My poor car has taken the brunt of my infertility sobbing. I get in the car, turn the radio on and it doesn’t take long before I am so chocked up and snotty that I can barely see straight. The car and my closet. If I am at home, I retreat to the closet, to hide and cry. The closet is safe and dark and the cat knows where to find and comfort me. I’ve never been a cryer and used to be one of those ’strong’ people you refer to. I prefer not to lose it in front of other people, and this has been a most humbling experience. I would be surprised if there is anyone who knows me after this past year who hasn’t seen me cry!
I love your site! Thanks for keeping us smiling!
I did #2 on the weekend. DH takes me away to forget about our failed IVF transfer when we both are confronted by a rude woman in a cafe who wouldn’t move her seat to let us sit down. Look down. Oh she is pregnant (hence why she can be a rude cow). Cue tears and husband stearing me out of cafe.
Number 1 is so true! I work alone overnight, and there’s not much to do so that’s when I do all my blog reading. I can’t tell you how many times I’ve cried either for myself or when reading a post with news of someone’s failed cycle or loss.
I strated crying in bed at the weekend while listening to what was supposed to be relaxing music, the works were “Show me some love, I’ve taken a S**t lot of drugs but none of them fix the pain, valium said to me I’ll take you seriously and you will come back as someone else” Have listened to this lovely song loads of times before but somehow in the middle of night wehn I couldn’t sleep I was able to twist them….
How about crying in front of your computer until you read this blog?? I really needed this today. Thanks!
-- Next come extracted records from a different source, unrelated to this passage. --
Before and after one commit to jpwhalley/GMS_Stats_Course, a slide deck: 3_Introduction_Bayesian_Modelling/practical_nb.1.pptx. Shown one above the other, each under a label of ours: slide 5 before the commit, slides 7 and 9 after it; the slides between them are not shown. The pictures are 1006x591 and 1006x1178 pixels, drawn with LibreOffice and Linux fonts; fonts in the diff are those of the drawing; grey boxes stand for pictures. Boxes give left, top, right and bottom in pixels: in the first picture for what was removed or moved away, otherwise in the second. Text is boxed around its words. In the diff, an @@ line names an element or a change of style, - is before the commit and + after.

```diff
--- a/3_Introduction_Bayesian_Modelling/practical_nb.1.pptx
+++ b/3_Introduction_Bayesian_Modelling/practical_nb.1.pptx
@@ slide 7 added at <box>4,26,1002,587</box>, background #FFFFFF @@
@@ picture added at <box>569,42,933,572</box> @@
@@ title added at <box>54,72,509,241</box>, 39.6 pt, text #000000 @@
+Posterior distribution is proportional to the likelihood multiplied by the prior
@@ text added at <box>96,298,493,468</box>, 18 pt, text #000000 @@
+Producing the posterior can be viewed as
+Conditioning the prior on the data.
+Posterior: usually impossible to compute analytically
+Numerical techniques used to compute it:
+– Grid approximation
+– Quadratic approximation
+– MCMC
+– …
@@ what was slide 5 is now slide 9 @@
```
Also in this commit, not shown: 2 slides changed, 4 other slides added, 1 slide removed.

A shorter a list would be places NOT to cry.
Oh tears. Why do you haunt me so?
For about two months I cried everytime I watched my favorite soap opera. All I could think is “really? a soap opera”.
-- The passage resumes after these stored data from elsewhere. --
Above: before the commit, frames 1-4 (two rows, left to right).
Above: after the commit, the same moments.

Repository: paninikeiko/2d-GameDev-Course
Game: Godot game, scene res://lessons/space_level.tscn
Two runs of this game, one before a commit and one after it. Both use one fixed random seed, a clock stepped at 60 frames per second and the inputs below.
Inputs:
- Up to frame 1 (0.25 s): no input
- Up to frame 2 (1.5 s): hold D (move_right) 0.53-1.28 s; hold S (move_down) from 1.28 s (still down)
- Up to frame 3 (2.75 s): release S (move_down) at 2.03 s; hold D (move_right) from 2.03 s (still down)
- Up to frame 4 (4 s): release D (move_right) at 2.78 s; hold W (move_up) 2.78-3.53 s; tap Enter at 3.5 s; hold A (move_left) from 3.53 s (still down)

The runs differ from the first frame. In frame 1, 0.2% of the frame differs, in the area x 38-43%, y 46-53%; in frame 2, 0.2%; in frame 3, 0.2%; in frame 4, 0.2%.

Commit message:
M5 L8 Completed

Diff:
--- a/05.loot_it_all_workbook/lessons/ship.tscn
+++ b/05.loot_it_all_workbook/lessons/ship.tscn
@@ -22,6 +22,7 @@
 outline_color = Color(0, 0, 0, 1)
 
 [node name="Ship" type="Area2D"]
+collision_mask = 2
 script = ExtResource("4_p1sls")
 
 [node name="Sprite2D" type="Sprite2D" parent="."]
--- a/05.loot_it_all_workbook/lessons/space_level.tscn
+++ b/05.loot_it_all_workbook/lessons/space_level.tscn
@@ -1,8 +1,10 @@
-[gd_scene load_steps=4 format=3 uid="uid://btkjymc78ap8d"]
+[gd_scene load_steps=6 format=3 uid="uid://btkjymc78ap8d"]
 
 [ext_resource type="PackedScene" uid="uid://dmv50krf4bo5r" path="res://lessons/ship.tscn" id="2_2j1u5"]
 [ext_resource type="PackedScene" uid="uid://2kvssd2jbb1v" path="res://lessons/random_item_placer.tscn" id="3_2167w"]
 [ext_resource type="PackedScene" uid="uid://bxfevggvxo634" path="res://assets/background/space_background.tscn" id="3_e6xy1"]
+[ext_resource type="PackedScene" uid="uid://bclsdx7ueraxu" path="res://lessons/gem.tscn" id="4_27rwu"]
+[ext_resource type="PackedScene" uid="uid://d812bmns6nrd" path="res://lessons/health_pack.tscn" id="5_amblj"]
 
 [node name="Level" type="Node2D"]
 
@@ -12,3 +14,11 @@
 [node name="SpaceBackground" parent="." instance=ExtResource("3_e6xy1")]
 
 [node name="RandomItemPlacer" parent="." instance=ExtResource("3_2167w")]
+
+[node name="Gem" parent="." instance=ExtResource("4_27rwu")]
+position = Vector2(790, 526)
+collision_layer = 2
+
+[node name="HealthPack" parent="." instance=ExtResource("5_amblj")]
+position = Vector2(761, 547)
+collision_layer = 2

How about in the wedding reception hall bathroom after you’ve been sat at the same table as a hugely pregnant couple 4 hours after miscarrying. yeah. Did that.
Manda, that totally sucks, I’m so sorry! You are a strong woman!
And yeah, the car is my place to cry. I know it’s dangerous, but who cares? I’m hurting!
How about when your best friend comes over and says “I’m pregnant with my 2nd child but I really don’t remember I’m pregnant!!”
Talk about a stab in my heart
How about staying awake at night crying and wandering if your best friend or little sister are going to get pregnant first? And knowing your gonna have to throw the baby shower for both
When you hear the following songs;
“I Knew I Loved You Before I Met You” – Savage Garden
“I Still Haven’t Met You Yet”
“A Song for Mama” – Boyz II Men
Oooohhh, or the song
“All I Want For Christmas Is You Baby” – Mariah Carey
I ran into someone I didn’t know was pregnant when I went to vote today. Crying while voting, that’s a first for me.
My fave spot is crying in my Ma’s arms. DH is great, but he is am ex-soldier so sometimes its just like “keep calm, carry on”.
More convenient though is the shower, because when I come red eyed all I have to say is “water got in my eyes and messed up my contacts a bit. Anyone for Call of Duty?” That usually will distract males, sometimes more than an offer for sex lol
This blog happened to indicate up in my searches and I couldn’t aid clicking on it. I am glad I did mainly because it was a really fulfilling read.
Where we live they just introduced a distracted driving law, I wonder if crying while driving is illegal now???